▶ **Task requirements**: Among the entries below, find each line with "John" and show it.
** Material supplied follows **
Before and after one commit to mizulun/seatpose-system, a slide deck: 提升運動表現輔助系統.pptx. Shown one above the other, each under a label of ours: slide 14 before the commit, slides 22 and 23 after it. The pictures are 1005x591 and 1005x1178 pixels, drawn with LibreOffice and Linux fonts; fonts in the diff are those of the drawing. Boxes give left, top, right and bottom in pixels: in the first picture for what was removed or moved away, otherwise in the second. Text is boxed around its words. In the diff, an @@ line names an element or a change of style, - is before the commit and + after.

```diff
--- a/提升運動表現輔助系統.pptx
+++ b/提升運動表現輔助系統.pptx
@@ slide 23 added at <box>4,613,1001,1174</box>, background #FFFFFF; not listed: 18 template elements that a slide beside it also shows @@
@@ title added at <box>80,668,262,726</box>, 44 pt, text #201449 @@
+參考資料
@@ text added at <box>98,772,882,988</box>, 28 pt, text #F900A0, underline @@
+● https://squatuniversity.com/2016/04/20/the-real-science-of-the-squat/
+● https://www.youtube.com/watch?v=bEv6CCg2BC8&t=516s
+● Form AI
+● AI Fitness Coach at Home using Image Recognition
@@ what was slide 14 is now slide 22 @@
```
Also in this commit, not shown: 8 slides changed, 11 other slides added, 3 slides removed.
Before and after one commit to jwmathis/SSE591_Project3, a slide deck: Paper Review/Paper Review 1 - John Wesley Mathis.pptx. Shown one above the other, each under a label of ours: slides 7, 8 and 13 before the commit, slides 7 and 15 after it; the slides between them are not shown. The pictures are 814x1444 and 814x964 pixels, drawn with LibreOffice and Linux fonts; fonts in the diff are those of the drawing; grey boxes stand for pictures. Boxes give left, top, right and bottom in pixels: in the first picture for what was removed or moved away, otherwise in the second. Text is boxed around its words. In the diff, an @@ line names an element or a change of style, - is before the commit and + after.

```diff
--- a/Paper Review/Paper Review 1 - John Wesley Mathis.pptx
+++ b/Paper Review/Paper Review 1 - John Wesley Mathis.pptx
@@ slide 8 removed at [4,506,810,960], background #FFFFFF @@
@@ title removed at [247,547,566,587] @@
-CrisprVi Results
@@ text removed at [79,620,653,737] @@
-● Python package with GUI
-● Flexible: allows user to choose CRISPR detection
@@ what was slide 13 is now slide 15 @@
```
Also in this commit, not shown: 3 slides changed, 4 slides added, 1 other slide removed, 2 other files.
** End of Material supplied **
** Material supplied follows **
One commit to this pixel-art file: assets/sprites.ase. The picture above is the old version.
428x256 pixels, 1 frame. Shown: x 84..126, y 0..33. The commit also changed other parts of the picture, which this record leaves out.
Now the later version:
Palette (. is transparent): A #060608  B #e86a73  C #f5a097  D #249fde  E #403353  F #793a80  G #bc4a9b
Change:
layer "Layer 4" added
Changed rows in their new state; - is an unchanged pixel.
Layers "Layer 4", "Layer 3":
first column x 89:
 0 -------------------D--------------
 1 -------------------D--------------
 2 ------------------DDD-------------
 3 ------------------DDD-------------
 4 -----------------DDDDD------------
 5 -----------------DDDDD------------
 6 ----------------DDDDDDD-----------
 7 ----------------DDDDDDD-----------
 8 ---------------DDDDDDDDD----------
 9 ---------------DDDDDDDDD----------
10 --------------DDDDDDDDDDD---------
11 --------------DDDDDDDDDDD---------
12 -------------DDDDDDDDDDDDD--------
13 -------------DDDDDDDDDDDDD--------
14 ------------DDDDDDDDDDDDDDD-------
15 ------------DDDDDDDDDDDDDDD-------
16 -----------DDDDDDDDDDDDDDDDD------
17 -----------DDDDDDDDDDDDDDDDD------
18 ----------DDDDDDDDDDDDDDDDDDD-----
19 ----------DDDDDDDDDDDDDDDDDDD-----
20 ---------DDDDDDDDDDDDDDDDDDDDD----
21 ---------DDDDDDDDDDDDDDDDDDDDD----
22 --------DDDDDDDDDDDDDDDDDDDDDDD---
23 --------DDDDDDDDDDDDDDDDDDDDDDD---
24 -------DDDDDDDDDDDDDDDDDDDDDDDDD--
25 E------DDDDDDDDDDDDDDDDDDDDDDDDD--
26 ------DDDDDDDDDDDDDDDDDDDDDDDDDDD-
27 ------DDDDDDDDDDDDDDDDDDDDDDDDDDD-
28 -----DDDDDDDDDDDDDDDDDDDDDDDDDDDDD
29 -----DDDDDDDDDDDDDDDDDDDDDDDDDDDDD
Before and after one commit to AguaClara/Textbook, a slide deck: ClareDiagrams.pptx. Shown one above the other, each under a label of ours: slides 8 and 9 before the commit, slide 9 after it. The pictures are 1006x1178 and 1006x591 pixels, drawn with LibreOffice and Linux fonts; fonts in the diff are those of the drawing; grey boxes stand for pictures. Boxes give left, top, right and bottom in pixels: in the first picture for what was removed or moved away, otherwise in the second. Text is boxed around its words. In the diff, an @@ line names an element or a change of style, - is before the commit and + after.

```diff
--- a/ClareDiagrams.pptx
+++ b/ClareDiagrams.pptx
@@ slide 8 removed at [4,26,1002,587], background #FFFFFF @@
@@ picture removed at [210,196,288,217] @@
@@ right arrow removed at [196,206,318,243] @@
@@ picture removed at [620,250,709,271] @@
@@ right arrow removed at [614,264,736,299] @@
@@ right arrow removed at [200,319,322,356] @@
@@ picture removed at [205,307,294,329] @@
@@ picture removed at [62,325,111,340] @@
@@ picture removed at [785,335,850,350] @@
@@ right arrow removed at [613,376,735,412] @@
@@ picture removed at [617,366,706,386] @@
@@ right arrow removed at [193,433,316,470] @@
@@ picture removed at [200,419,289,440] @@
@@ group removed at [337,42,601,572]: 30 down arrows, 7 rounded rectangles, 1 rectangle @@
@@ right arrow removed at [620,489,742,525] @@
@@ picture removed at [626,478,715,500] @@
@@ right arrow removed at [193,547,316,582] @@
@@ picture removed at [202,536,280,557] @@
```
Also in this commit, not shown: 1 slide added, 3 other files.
** End of Material supplied **
▶ **Result**:
Before and after one commit to jwmathis/SSE591_Project3, a slide deck: Paper Review/Paper Review 1 - John Wesley Mathis.pptx. Shown one above the other, each under a label of ours: slides 7, 8 and 13 before the commit, slides 7 and 15 after it; the slides between them are not shown. The pictures are 814x1444 and 814x964 pixels, drawn with LibreOffice and Linux fonts; fonts in the diff are those of the drawing; grey boxes stand for pictures. Boxes give left, top, right and bottom in pixels: in the first picture for what was removed or moved away, otherwise in the second. Text is boxed around its words. In the diff, an @@ line names an element or a change of style, - is before the commit and + after.
--- a/Paper Review/Paper Review 1 - John Wesley Mathis.pptx
+++ b/Paper Review/Paper Review 1 - John Wesley Mathis.pptx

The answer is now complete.